Что тут скажешь? Сидишь как наэлектризованный, готовый вскочить, спорить, биться… Не скрою, втягивает, задевает, захватывает. И все-таки…
Позвольте мне и здесь маленькое частное воспоминание. В свое время в таких же выражениях написал я в одной из статей о «Волноломе» Ю. Эдлиса: постановка покоряет, «Сентиментальный марш» Окуджавы электризует, жаль поверять эту гармонию алгеброй, и все-таки… Критику А. Черновой показалось, что я ругаю пьесу Эдлиса, тогда как, с ее точки зрения, пьесу следовало хвалить, и в ближайшем номере «Театра» она заступилась за Эдлиса: гармония-де возникает а спектакле «на основе пьесы…». Вот уж сомневаюсь! Возникать-то она возникает, но столько же из пьесы, сколько и без пьесы. И «Сентиментальный марш», да еще при соответствующем сценическом сопровождении, волнует меня в общем-то и без Эдлиса. Иными словами, если какой-нибудь голубчик начнет внушать мне, что «его еще обратно понесут», да еще в полном зале, да еще с возвышения, — поверьте, я не останусь спокойным! Только при чем здесь Неделины, при чем здесь Гриша и Верочка, при чем здесь пьеса?

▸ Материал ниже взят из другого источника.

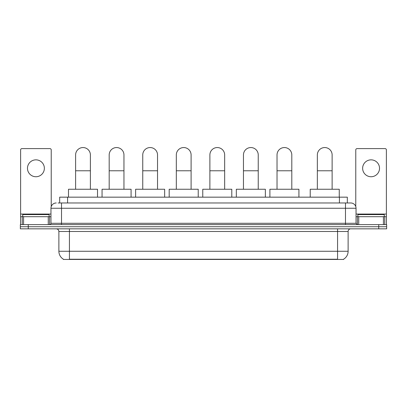 <?xml version="1.0" encoding="UTF-8"?>
<svg xmlns="http://www.w3.org/2000/svg" width="407" height="407" viewBox="0 0 407 407"><rect width="100%" height="100%" fill="white"/><g stroke="black" fill="none" stroke-linecap="round" stroke-linejoin="round"><path stroke-width="0.61" d="M59.676 202.971L59.676 197.166L347.324 197.166L347.324 202.971M343.635 259.188L343.635 259.447L63.365 259.447L63.365 259.188M63.446 259.234A9.239 9.239 0 0 1 58.878 251.267L69.434 251.267L69.434 259.234L337.566 259.234L337.566 251.267L348.122 251.267L348.122 231.476A2.64 2.64 0 0 1 350.758 228.836M58.878 251.267L58.878 231.476C58.725 229.869 57.845 228.993 56.242 228.836M343.554 259.234A9.239 9.239 0 0 0 348.122 251.267M28.266 224.613L386.65 224.613L386.65 226.724L20.35 226.724L20.35 228.836L28.266 228.836L28.266 226.724L20.35 226.724L20.35 224.613L28.266 224.613L28.266 226.724L386.65 226.724L386.65 228.836L28.266 228.836M58.211 202.971L350.758 202.971A5.276 5.276 0 0 1 356.039 208.252L356.039 223.29L357.356 224.613M58.089 202.971L61.518 202.971L61.518 208.252L50.961 208.252L50.961 223.29A1.318 1.318 0 0 1 49.644 224.613M56.242 202.971A5.276 5.276 0 0 0 50.961 208.252M356.039 208.252L345.482 208.252L345.482 202.971L350.758 202.971M49.115 216.697L49.115 214.586L22.726 214.586L22.726 216.697M35.923 159.849A8.445 8.445 0 0 0 27.478 168.295A8.445 8.445 0 0 0 35.923 176.74A8.445 8.445 0 0 0 44.363 168.295A8.445 8.445 0 0 0 35.923 159.849M48.26 224.613L48.26 216.697L23.581 216.697L23.581 224.613M51.226 206.603L51.226 149.929A1.318 1.318 0 0 0 49.908 148.606L21.932 148.606A1.318 1.318 0 0 0 20.615 149.929L20.615 216.697L23.581 216.697M48.26 216.697L50.961 216.697M20.615 224.613L20.615 216.697M384.274 216.697L384.274 214.586L357.885 214.586L357.885 216.697M75.61 189.25L75.61 154.94A7.387 7.387 0 0 1 83.003 147.553A7.387 7.387 0 0 1 90.39 154.94A7.387 7.387 0 0 0 83.003 147.553M90.39 189.25L90.39 154.94M97.517 197.166L97.517 189.25L68.488 189.25L68.488 197.166M109.183 189.25L109.183 154.94A7.387 7.387 0 0 1 116.57 147.553A7.387 7.387 0 0 1 123.957 154.94A7.387 7.387 0 0 0 116.57 147.553M123.957 189.25L123.957 154.94M131.085 197.166L131.085 189.25L102.055 189.25L102.055 197.166M142.75 189.25L142.75 154.94A7.387 7.387 0 0 1 150.137 147.553A7.387 7.387 0 0 1 157.529 154.94A7.387 7.387 0 0 0 150.137 147.553M157.529 189.25L157.529 154.94M164.652 197.166L164.652 189.25L135.623 189.25L135.623 197.166M176.317 189.25L176.317 154.94A7.387 7.387 0 0 1 183.71 147.553A7.387 7.387 0 0 1 191.097 154.94A7.387 7.387 0 0 0 183.71 147.553M191.097 189.25L191.097 154.94M198.224 197.166L198.224 189.25L169.19 189.25L169.19 197.166M209.885 189.25L209.885 154.94A7.387 7.387 0 0 1 217.277 147.553A7.387 7.387 0 0 1 224.664 154.94A7.387 7.387 0 0 0 217.277 147.553M224.664 189.25L224.664 154.94M231.792 197.166L231.792 189.25L202.762 189.25L202.762 197.166M243.457 189.25L243.457 154.94A7.387 7.387 0 0 1 250.844 147.553A7.387 7.387 0 0 1 258.236 154.94A7.387 7.387 0 0 0 250.844 147.553M258.236 189.25L258.236 154.94M265.359 197.166L265.359 189.25L236.33 189.25L236.33 197.166M277.025 189.25L277.025 154.94A7.387 7.387 0 0 1 284.412 147.553A7.387 7.387 0 0 1 291.804 154.94A7.387 7.387 0 0 0 284.412 147.553M291.804 189.25L291.804 154.94M298.926 197.166L298.926 189.25L269.897 189.25L269.897 197.166M317.348 189.25L317.348 154.94A7.387 7.387 0 0 1 324.74 147.553A7.387 7.387 0 0 1 332.127 154.94A7.387 7.387 0 0 0 324.74 147.553M332.127 189.25L332.127 154.94M339.255 197.166L339.255 189.25L310.226 189.25L310.226 197.166M371.077 159.849A8.445 8.445 0 0 0 362.637 168.295A8.445 8.445 0 0 0 371.077 176.74A8.445 8.445 0 0 0 379.522 168.295A8.445 8.445 0 0 0 371.077 159.849M383.419 224.613L383.419 216.697L358.74 216.697L358.74 224.613M383.419 216.697L386.385 216.697L386.385 149.929A1.318 1.318 0 0 0 385.068 148.606L357.092 148.606A1.318 1.318 0 0 0 355.774 149.929L355.774 206.603M356.039 216.697L358.74 216.697M386.385 216.697L386.385 224.613M336.508 259.447L336.508 259.188M70.492 259.447L70.492 259.188M67.593 202.971L67.593 197.166M339.407 202.971L339.407 197.166M337.566 228.836L337.566 231.476L58.878 231.476M348.122 231.476L337.566 231.476L337.566 251.267L69.434 251.267L69.434 228.836M378.734 228.836L378.734 224.613M61.518 224.613L61.518 223.29L356.039 223.29M50.961 223.29L61.518 223.29L61.518 208.252L345.482 208.252L345.482 224.613M50.961 214.057L20.615 214.057M49.557 216.697L49.557 224.613M20.635 216.697L20.635 224.613M22.283 224.613L22.283 216.697M75.61 170.777L90.39 170.777M109.183 170.777L123.957 170.777M142.75 170.777L157.529 170.777M176.317 170.777L191.097 170.777M209.885 170.777L224.664 170.777M243.457 170.777L258.236 170.777M277.025 170.777L291.804 170.777M317.348 170.777L332.127 170.777M386.385 214.057L356.039 214.057M386.365 224.613L386.365 216.697M384.717 216.697L384.717 224.613M357.443 224.613L357.443 216.697"/></g></svg>
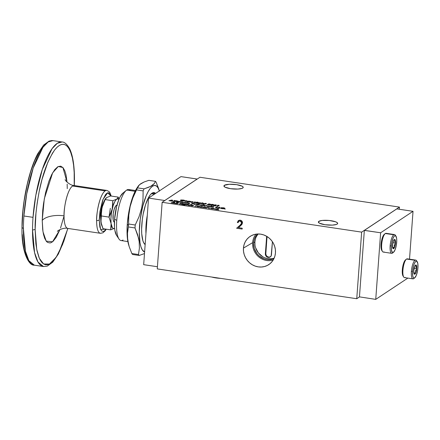 <?xml version="1.0" encoding="UTF-8"?>
<svg xmlns="http://www.w3.org/2000/svg" width="440" height="440" viewBox="0 0 440 440"><rect width="100%" height="100%" fill="white"/><g stroke="black" fill="none" stroke-linecap="round" stroke-linejoin="round"><path stroke-width="0.66" d="M105.144 190.883C99.385 194.926 96.129 215.111 96.624 220.732L99.242 220.176L99.858 227.112L101.371 230.747L103.224 231.534L104.72 230.687L105.991 229.157L100.595 229.46L99.242 220.176L96.624 220.732A21.675 6.265 -81.5 0 1 105.144 190.883A21.675 6.265 -81.5 0 1 106.81 190.421L74.234 185.548A21.675 6.265 98.5 0 0 72.567 186.01L105.144 190.883L72.567 186.01A21.675 6.265 98.5 0 0 64.053 215.859A21.675 6.265 98.5 0 0 67.821 228.426L100.397 233.294A21.675 6.265 -81.5 0 1 96.624 220.732A21.675 6.265 98.5 0 0 100.743 233.316M33.022 217.349A62.964 18.2 -81.5 0 1 62.095 141.988L57.294 143.303L52.058 148.698L42.3 169.444L35.855 195.096L33.022 217.349A62.964 18.2 98.5 0 0 32.522 230.032L34.568 252.604L37.983 262.031L43.472 266.53A62.964 18.2 -81.5 0 1 32.522 230.032L35.14 229.482L35.97 213.114L37.191 202.906L39.154 191.56L41.971 179.586L47.784 162.421L52.454 153.191L54.896 149.661L57.338 146.988L59.714 145.216L61.985 144.359L64.103 144.392L66.028 145.233L67.744 146.806L69.24 148.989L70.51 151.673L72.424 158.092L73.601 165.253L74.184 172.557L74.212 185.548L74.338 179.625C75.174 162.564 69.399 131.962 54.896 149.661C47.845 159.946 42.598 173.91 39.154 191.56C36.245 207.631 34.903 220.27 35.14 229.482L32.522 230.032A62.964 18.2 -81.5 0 1 33.022 217.349L23.898 215.985L33.022 217.349M67.903 228.437L58.449 253.88L52.745 262.19L47.278 266.107L43.472 266.53L34.353 265.166C28.529 265.903 21.279 251.026 22 227.816C21.928 202.587 28.798 170.143 37.812 153.626L43.648 145.024L49.148 141.059L52.976 140.624A62.964 18.2 98.5 0 0 23.898 215.985A62.964 18.2 98.5 0 0 23.402 228.668A62.964 18.2 98.5 0 0 34.353 265.166L28.859 260.667L25.449 251.24L23.402 228.668L22.11 227.53L23.402 228.668A62.964 18.2 -81.5 0 1 23.898 215.985L26.736 193.732L33.176 168.08L42.933 147.334L48.169 141.939L52.976 140.624L62.095 141.988C64.548 141.966 67.067 144.238 69.669 148.797C72.875 155.645 74.47 165.825 74.448 179.339L74.311 185.565M116.969 205.161A8.602 2.486 98.5 0 0 116.347 205.348L116.897 205.431L116.347 205.348L115.808 205.86L114.257 209.049L113.207 213.802L113.151 219.786L113.729 221.59L114.609 222.189M126.269 190.377L122.821 193.177A22.363 6.463 98.5 0 0 114.582 219.203L116.754 220.402A25.806 7.458 -81.5 0 1 126.269 190.377A25.806 7.458 -81.5 0 1 126.693 190.064A25.806 7.458 -81.5 0 1 130.411 190.619M135.498 190.537L128.673 189.519A25.806 7.458 98.5 0 0 126.693 190.064L135.102 191.323L126.693 190.064A25.806 7.458 98.5 0 0 116.754 220.402L114.582 219.203L116.644 206.393L119.02 199.139L120.379 196.334L123.189 192.907M128.706 245.02L127.193 235.95L127.303 223.999A33.715 9.746 98.5 0 1 137.099 187.809L138.49 185.74L140.707 183.744L144.227 181.94L148.836 180.345L155.441 181.33L154.418 183.464L152.202 185.46L152.531 186.186A33.715 9.746 -81.5 0 1 159.357 190.922L158.01 187.792L156.398 185.988L154.55 185.444L152.531 186.186L152.202 185.46L148.681 187.264L144.078 188.859L137.472 187.875L139.43 184.723L144.227 181.94L148.836 180.345L155.441 181.33A38.88 11.237 -81.5 0 1 156.162 182.259A38.88 11.237 98.5 0 0 155.441 181.33M154.418 183.464L150.596 186.389L144.078 188.859A38.88 11.237 98.5 0 0 143.138 190.883L142.972 199.584L141.642 208.252L138.991 216.799L135.229 225L128.623 224.01L128.788 215.27L130.147 206.536L132.787 198.061L136.532 189.899L143.138 190.883L142.972 199.584L141.642 208.252L138.991 216.799L135.229 225A38.88 11.237 98.5 0 0 135.008 227.948L138.572 238.189L139.178 241.566L139.403 248.199L138.463 254.535L131.857 253.545L129.206 246.675L127.683 239.844L127.468 233.266L128.403 226.963L135.008 227.948L137.654 234.79L139.178 241.566L139.403 248.199L138.463 254.535L131.857 253.545A38.88 11.237 98.5 0 0 132.578 254.474A38.88 11.237 -81.5 0 1 131.857 253.545L129.206 246.675L127.683 239.844L127.468 233.266L128.403 226.963A38.88 11.237 -81.5 0 1 128.502 225.495L127.303 223.999L128.502 225.495A38.88 11.237 -81.5 0 1 128.623 224.01L128.788 215.27L130.147 206.536L132.787 198.061L136.532 189.899A38.88 11.237 -81.5 0 1 137.472 187.875L138.49 185.74M158.818 189.129L156.162 182.259L159.423 191.147M159.225 190.52L158.961 189.596M154.743 193.98A25.806 7.458 98.5 0 0 151.316 193.749A25.806 7.458 98.5 0 0 151.234 193.804A25.806 7.458 98.5 0 1 151.316 193.749L154.396 194.205L151.316 193.749L152.02 193.177L151.316 193.749A25.806 7.458 98.5 0 1 153.302 193.198L155.436 193.518M143.869 243.062A25.806 7.458 98.5 0 0 145.184 244.112A25.806 7.458 98.5 0 1 143.869 243.062M145.151 244.569A26.494 7.656 -81.5 0 1 144.111 243.452A26.494 7.656 -81.5 0 1 142.56 217.685A26.494 7.656 -81.5 0 1 151.586 193.496A26.494 7.656 -81.5 0 1 152.02 193.177L150.359 194.744L148.693 197.236L145.585 204.584L143.171 214.093L142.346 219.219L141.609 229.224L141.73 233.717L142.923 240.845L143.952 243.199L145.211 244.613M242.737 188.04A9.675 2.338 -175.8 0 1 231.952 188.865A9.675 2.338 -175.8 0 1 223.927 185.961A9.675 2.338 -175.8 0 1 224.411 185.301L224.312 186.687L224.411 185.301L223.949 186.175L224.95 187.127L230.538 188.683L237.908 189.063L241.967 188.408L243.155 187.622L243.205 187.165L242.204 186.214L236.615 184.657L229.246 184.278L224.411 185.301A9.675 2.338 -175.8 0 1 235.197 184.476A9.675 2.338 -175.8 0 1 243.227 187.38A9.675 2.338 -175.8 0 1 242.737 188.04M337.178 224.087A9.675 2.338 -175.8 0 1 326.392 224.912A9.675 2.338 -175.8 0 1 318.362 222.007A9.675 2.338 -175.8 0 1 318.852 221.348L318.752 222.734L318.852 221.348L318.389 222.222L319.391 223.168L324.979 224.73L332.343 225.11L336.408 224.455L337.59 223.669L337.32 222.739L335.632 221.804L329.208 220.473L322.086 220.457L318.852 221.348A9.675 2.338 -175.8 0 1 329.637 220.523A9.675 2.338 -175.8 0 1 337.667 223.427A9.675 2.338 -175.8 0 1 337.178 224.087M256.02 234.146A16.104 14.916 -123.5 0 0 252.626 242.649L243.441 248.116A16.907 15.664 56.5 0 1 251.103 235.818A16.907 15.664 56.5 0 1 267.828 237.05A16.907 15.664 56.5 0 1 275.457 252.907L274.912 256.053L273.779 258.984L272.091 261.591L269.918 263.774L267.344 265.447L264.462 266.547L261.393 267.025L258.247 266.871L255.151 266.09L252.214 264.71L249.557 262.785L247.28 260.387L245.476 257.609L244.2 254.562L243.518 251.356L243.441 248.116L243.986 244.97L245.124 242.039L246.807 239.431L248.98 237.248L251.554 235.576L254.436 234.482L257.505 233.998L260.651 234.152L263.753 234.933L266.684 236.313L269.341 238.238L271.618 240.636L273.427 243.414L274.697 246.461L275.38 249.667L275.457 252.907A16.907 15.664 56.5 0 1 269.72 263.929A16.907 15.664 56.5 0 1 252.098 264.644A16.907 15.664 56.5 0 1 243.441 248.116L252.626 242.649A16.104 14.916 -123.5 0 0 273.18 260.051M215.903 277.915L215.82 277.651L215.903 277.915A11.589 2.8 4.2 0 0 220.66 278.377L211.772 277.046A11.589 2.8 4.2 0 0 215.903 277.915M256.399 236.522L258.082 233.976A15.07 13.959 -123.5 0 0 254.903 241.94L253.605 242.798A15.07 13.959 56.5 0 1 257.56 233.992L255.101 237.38L254.089 239.993L253.605 242.798L254.282 248.54L257.026 253.737L259.055 255.871L264.038 258.819L266.805 259.518L269.605 259.655L273.922 258.698A15.07 13.959 56.5 0 1 253.605 242.798L254.903 241.94A15.07 13.959 -123.5 0 0 274.142 258.22L273.642 258.363M383.977 251.867A9.482 2.739 -81.5 0 1 382.492 251.504A9.482 2.739 -81.5 0 1 381.937 242.286A9.482 2.739 -81.5 0 1 385.165 233.629A9.482 2.739 -81.5 0 1 385.325 233.514L393.789 234.779A9.482 2.739 -81.5 0 1 394.515 234.575L386.05 233.31A9.482 2.739 98.5 0 0 385.325 233.514A9.482 2.739 -81.5 0 1 386.689 233.717M405.218 277.393A9.482 2.739 -81.5 0 1 403.739 277.035A9.482 2.739 -81.5 0 1 403.183 267.812A9.482 2.739 -81.5 0 1 406.411 259.155A9.482 2.739 -81.5 0 1 406.566 259.039L415.03 260.304A9.482 2.739 -81.5 0 1 415.762 260.106L407.297 258.841A9.482 2.739 98.5 0 0 406.566 259.039A9.482 2.739 -81.5 0 1 407.935 259.243M394.515 234.575A9.482 2.739 -81.5 0 1 395.588 235.774L394.62 235.829L394.081 236.335L393.025 238.205L391.771 242.566L391.331 245.861A8.536 2.464 -81.5 0 1 393.245 237.716A8.536 2.464 -81.5 0 1 395.951 236.154A8.536 2.464 -81.5 0 1 396.688 242.314A8.536 2.464 -81.5 0 1 393.542 252.247A8.536 2.464 -81.5 0 1 391.331 245.861L390.137 245.927L391.331 245.861L391.446 250.151L392.425 252.401L393.404 252.351L394.993 249.97L396.253 245.608L396.759 240.735L396.577 238.024L395.599 235.78M415.762 260.106A9.482 2.739 -81.5 0 1 416.834 261.305L416.372 261.168L415.327 261.861L414.271 263.736L413.364 266.503L412.577 271.392A8.536 2.464 -81.5 0 1 414.491 263.247A8.536 2.464 -81.5 0 1 417.192 261.679A8.536 2.464 -81.5 0 1 417.934 267.845A8.536 2.464 -81.5 0 1 414.788 277.772A8.536 2.464 -81.5 0 1 412.577 271.392L411.378 271.453L412.577 271.392L412.693 275.682L413.264 277.47L414.139 278.064L414.651 277.877L416.24 275.501L417.5 271.139L417.934 267.845L417.819 263.555L416.84 261.305M395.951 236.154L395.269 235.136A9.482 2.739 98.5 0 0 393.789 234.779A9.482 2.739 98.5 0 0 390.137 245.927A9.482 2.739 -81.5 0 1 393.789 234.779L385.325 233.514A9.482 2.739 98.5 0 0 381.783 243.48A9.482 2.739 98.5 0 0 383.245 252.065L391.71 253.33A9.482 2.739 -81.5 0 1 390.137 245.927A9.482 2.739 98.5 0 0 392.442 253.132A9.482 2.739 -81.5 0 1 391.71 253.33M417.192 261.679L416.51 260.667A9.482 2.739 98.5 0 0 415.03 260.304A9.482 2.739 98.5 0 0 411.378 271.453A9.482 2.739 -81.5 0 1 415.03 260.304L406.566 259.039A9.482 2.739 98.5 0 0 403.024 269.005A9.482 2.739 98.5 0 0 404.492 277.596L412.957 278.861A9.482 2.739 -81.5 0 1 411.378 271.453A9.482 2.739 98.5 0 0 413.683 278.658A9.482 2.739 -81.5 0 1 412.957 278.861M393.674 247.704L394.46 247.533A4.692 1.359 -81.5 0 1 393.679 248.633L393.129 247.935L393.674 247.704L393.129 247.935L393.679 248.633L392.986 248.512L392.733 247.99L392.673 243.854L393.564 240.642L394.713 239.448L395.456 240.972L395.483 243.111L394.818 246.609L393.679 248.633A4.692 1.359 -81.5 0 1 392.986 248.512A4.692 1.359 -81.5 0 1 392.942 248.452A4.692 1.359 -81.5 0 1 392.541 245.064A4.692 1.359 -81.5 0 1 393.564 240.642A4.692 1.359 -81.5 0 1 394.268 239.602A4.692 1.359 -81.5 0 1 395.038 239.668A4.692 1.359 -81.5 0 1 395.483 243.111A4.692 1.359 -81.5 0 1 394.46 247.533L394.377 245.229L395.483 243.111L394.664 241.296L395.038 239.668L393.701 240.07L395.038 239.668L394.664 241.296L395.483 243.111L394.377 245.229L394.46 247.533L392.574 247.253L394.46 247.533L393.674 247.704M414.92 273.235L415.701 273.064A4.692 1.359 -81.5 0 1 414.92 274.159L414.37 273.46L414.92 273.235L414.37 273.46L414.92 274.159L414.227 274.038L413.98 273.521L413.782 270.595L414.805 266.173L415.959 264.979L416.532 265.716L416.73 268.642L416.059 272.14L414.92 274.159A4.692 1.359 -81.5 0 1 414.227 274.038A4.692 1.359 -81.5 0 1 414.189 273.983A4.692 1.359 -81.5 0 1 413.782 270.595A4.692 1.359 -81.5 0 1 414.805 266.173A4.692 1.359 -81.5 0 1 415.509 265.133A4.692 1.359 -81.5 0 1 416.279 265.194A4.692 1.359 -81.5 0 1 416.73 268.642A4.692 1.359 -81.5 0 1 415.701 273.064L415.624 270.754L416.73 268.642L415.91 266.822L416.279 265.194L414.948 265.595L416.279 265.194L415.91 266.822L416.73 268.642L415.624 270.754L415.701 273.064L413.82 272.778L415.701 273.064L414.92 273.235M359.486 296.912L356.747 298.727L157.262 268.895L356.747 298.727L361.642 232.128L162.151 202.296L157.262 268.895L162.151 202.296L199.953 177.26L162.151 202.296L361.642 232.128L356.747 298.727L359.486 296.912M109.016 217.118L110.325 208.335M99.242 220.176L99.902 211.624L102.63 200.332L105.606 194.475L107.157 193.045L108.57 192.775L109.742 193.556L110.946 196.014L107.657 192.825L102.933 199.524L99.242 220.176M107.234 197.302L106.002 198.115M105.369 198.891L102.971 204.061L101.272 211.404L100.716 218.944L101.459 224.664M72.567 186.01C66.809 190.053 63.553 210.238 64.053 215.859A17.204 7.453 0.2 0 0 42.229 220.468L42.697 229.642L43.45 234.212L44.671 238.31L46.437 241.417L47.531 242.418L50.111 242.979L51.563 242.435L53.081 241.302L56.199 237.341L59.928 229.603L52.558 241.753L46.211 241.137L42.988 231.764L42.229 220.468A17.204 7.453 -179.8 0 1 64.053 215.859A21.675 6.265 98.5 0 0 68.167 228.443M42.229 220.468L44.303 198.809L52.641 172.849L58.251 166.496L62.909 167.536L67.034 182.116L66.028 174.889L64.806 170.797L63.041 167.684L60.715 166.144L57.915 166.672L54.84 169.51L51.755 174.504L48.939 181.121L45.617 192.456L43.538 203.5L42.757 210.018L42.229 220.468M105.589 198.545L106.629 197.582L110.627 195.965L118.261 197.109L116.804 199.106L112.805 200.722L105.171 199.579L105.589 198.545L105.204 199.128A15.054 4.351 98.5 0 0 101.998 207.576L103.301 203.489L105.171 199.579L106.629 197.582L110.627 195.965L118.261 197.109L116.804 199.106L112.805 200.722L112.178 209.099L109.005 217.096L101.371 215.958L101.382 211.767L101.998 207.576A15.054 4.351 98.5 0 0 100.931 222.145A15.054 4.351 98.5 0 0 101.409 224.505A15.054 4.351 98.5 0 0 101.503 224.807M101.689 225.423L100.931 222.145L103.032 228.718L110.666 229.856L103.032 228.718L101.409 224.505M114.598 228.283A15.054 4.351 -81.5 0 1 111.111 223.669L109.005 217.096L111.111 223.669A15.054 4.351 -81.5 0 1 112.178 209.099L110.875 213.186L109.005 217.096L101.371 215.958L100.931 222.145L100.854 218.972L101.998 207.576L105.171 199.579L112.805 200.722L112.794 204.908L112.178 209.099A15.054 4.351 -81.5 0 1 116.804 199.106A15.054 4.351 -81.5 0 1 118.921 199.37M67.799 228.421L63.822 241.252L59.411 251.614L57.024 255.91L52.146 262.119L49.764 263.89L47.492 264.743L45.381 264.715L43.45 263.868L41.734 262.295L40.238 260.112L38.968 257.428L37.054 251.009L35.882 243.854L35.14 229.482L36.729 249.425L39.347 258.329L43.615 263.978L49.445 264.061L56.139 257.29L62.585 244.514L67.799 228.421M60.538 227.981L63.861 216.645M67.254 188.639L67.155 184.124M119.086 198.985L118.261 197.109L119.086 198.985M119.026 199.49L117.414 198.82L116.182 199.639L114.917 201.41L113.151 205.585L111.447 212.927L110.913 218.68L111.183 226.842L110.666 229.856L114.664 228.245L113.482 228.558L112.448 227.854L111.111 223.669L110.666 229.856L114.664 228.245M117.332 205.299L116.347 205.348A8.602 2.486 98.5 0 0 113.141 214.324A8.602 2.486 98.5 0 0 114.428 222.173M22 227.816L22.935 211.167L24.162 200.959L27.423 183.656L30.679 171.677L34.755 160.474L39.424 151.245L41.866 147.714M22.264 234.597L22.852 241.901L24.024 249.062L25.938 255.481L27.209 258.165M116.529 235.367L114.879 230.439L114.505 227.128L114.582 219.203A22.363 6.463 98.5 0 0 116.518 235.345L118.993 239.036A25.806 7.458 -81.5 0 1 116.754 220.402A25.806 7.458 98.5 0 0 121.038 240.559L127.864 241.577M123.024 240.014A25.806 7.458 -81.5 0 1 118.993 239.036M129.206 246.675L128.596 244.657A33.715 9.746 98.5 0 1 127.303 223.999L129.025 210.975L130.416 204.688L133.996 193.749L137.148 187.732M132.578 254.474L139.183 255.459L144.485 253.567L139.183 255.459A38.88 11.237 -81.5 0 1 138.463 254.535A38.88 11.237 98.5 0 0 139.183 255.459L132.578 254.474M144.601 252.027A33.715 9.746 -81.5 0 1 140.052 220.666A33.715 9.746 -81.5 0 1 152.531 186.186L150.42 188.177L148.297 191.351L146.245 195.58L142.665 206.52L140.222 219.329L139.288 232.062L140.003 242.776L140.954 246.851L142.263 249.849L144.601 252.027M128.403 226.963L135.008 227.948A38.88 11.237 -81.5 0 1 135.229 225L128.623 224.01A38.88 11.237 98.5 0 0 128.502 225.495A38.88 11.237 98.5 0 0 128.403 226.963M136.532 189.899L143.138 190.883A38.88 11.237 -81.5 0 1 144.078 188.859L137.472 187.875A38.88 11.237 98.5 0 0 136.532 189.899M155.556 193.441L153.604 192.594L152.02 193.177A26.494 7.656 -81.5 0 1 155.556 193.441M145.959 233.497A25.806 7.458 -81.5 0 1 147.296 215.341A25.806 7.458 98.5 0 0 145.959 233.497M148.561 198.072L143.671 264.671L148.561 198.072L164.813 200.53L148.561 198.072L180.961 176.611L148.561 198.072M157.421 266.728L143.671 264.671L157.421 266.728M197.186 179.036L164.786 200.497L197.214 179.069L180.961 176.611L197.186 179.036M197.698 203.005L199.623 203.489L197.428 203.396L199.441 203.72L201.212 202.983L197.906 202.785L197.984 203.209L199.628 203.418L197.236 203.214L199.76 203.709L201.212 202.983L198.561 202.675L197.692 202.966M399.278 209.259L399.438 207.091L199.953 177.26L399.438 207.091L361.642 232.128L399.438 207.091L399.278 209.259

Впрочем, в одном я был неправ, когда писал о «Волноломе» Эдлиса. Не алгеброй мы поверяем гармонию. Наоборот. С алгеброй-то на сцене все благополучно: это именно алгебра, а не примитивная арифметика с плюсами и минусами: тут и корни глубокие, и степени солидные, и даже хорошо осознанная бесконечность есть, и все — согласно алгебре — логично.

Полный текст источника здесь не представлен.